The difference is more pronounced in the low-density regions of the Gp where a high number of new low-contrast and low-density structures are now detected with the UNetbased architectures. Compared to the input masks, all the newly detected structures observed on the segmentation map correspond to the structured emission observed on the normalized column density map. As presented in Section 7.2.1 most of these structures correspond to both absorption in the near- and mid-infrared and to emission in the millimeter ranges, indicating their nature as filamentary molecular clouds.

thumbnail Fig. 13

Comparison of the segmented maps obtained using the PE-UNet-L and UNet at location around (l, b) = 305°, 0°. The difference between the binarized PE-UNet-L and UNet segmentation maps (top), the normalized column density map (middle), and the original column density map (bottom) are shown.

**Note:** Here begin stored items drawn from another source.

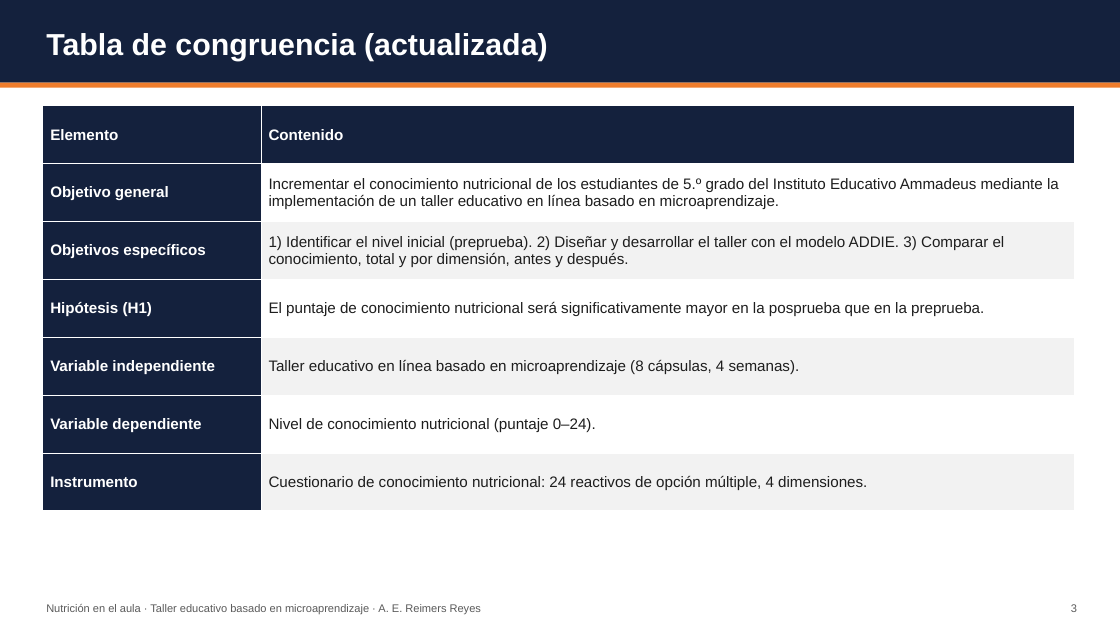
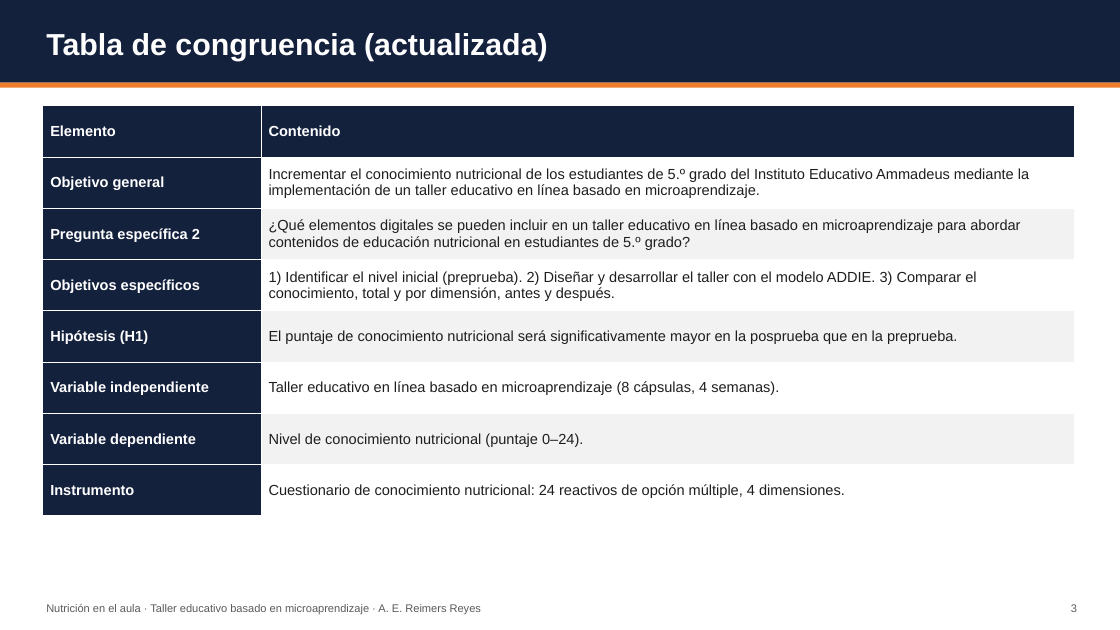
Before and after one commit to dreimers178/Finanzas, a slide deck: slide 3 of protocolo-MTIE/actividad4/Actividad4_Presentacion_avances_Reimers.pptx. Drawn at 1120x630 pixels with LibreOffice and Linux fonts; fonts in the diff are those of the drawing. Boxes give left, top, right and bottom in pixels: in the first picture for what was removed or moved away, otherwise in the second. Text is boxed around its words. In the diff, an @@ line names an element or a change of style, - is before the commit and + after.

```diff
--- a/protocolo-MTIE/actividad4/Actividad4_Presentacion_avances_Reimers.pptx
+++ b/protocolo-MTIE/actividad4/Actividad4_Presentacion_avances_Reimers.pptx
@@ table at bbox=[43, 106, 1075, 516] @@
+row 3: Pregunta específica 2 | ¿Qué elementos digitales se pueden incluir en un taller educativo en línea basado en microaprendizaje para abordar contenidos de educación nutricional en estudiantes de 5.º grado?
```
Also in this commit, not shown: 1 other slide changed, 6 other files.

The white (black) features seen on the top map correspond to features detected with the PE-UNet-L (UNet) only.

thumbnail Fig. 14

Comparison of the segmented map obtained using (from top to bottom) the PE-UNet-L and the original input mask map detected by Schisano et al. (2020) at the location around (l, b) = 180°, 0°. The original and normalized column density maps are also shown.

thumbnail Fig. 15

Comparison of the segmented map (from top to bottom) obtained using the PE-UNet-L and the original input mask map detected by Schisano et al. (2020) at the location around (l, b) = 308°, 0°. The original and normalized column density maps are also shown.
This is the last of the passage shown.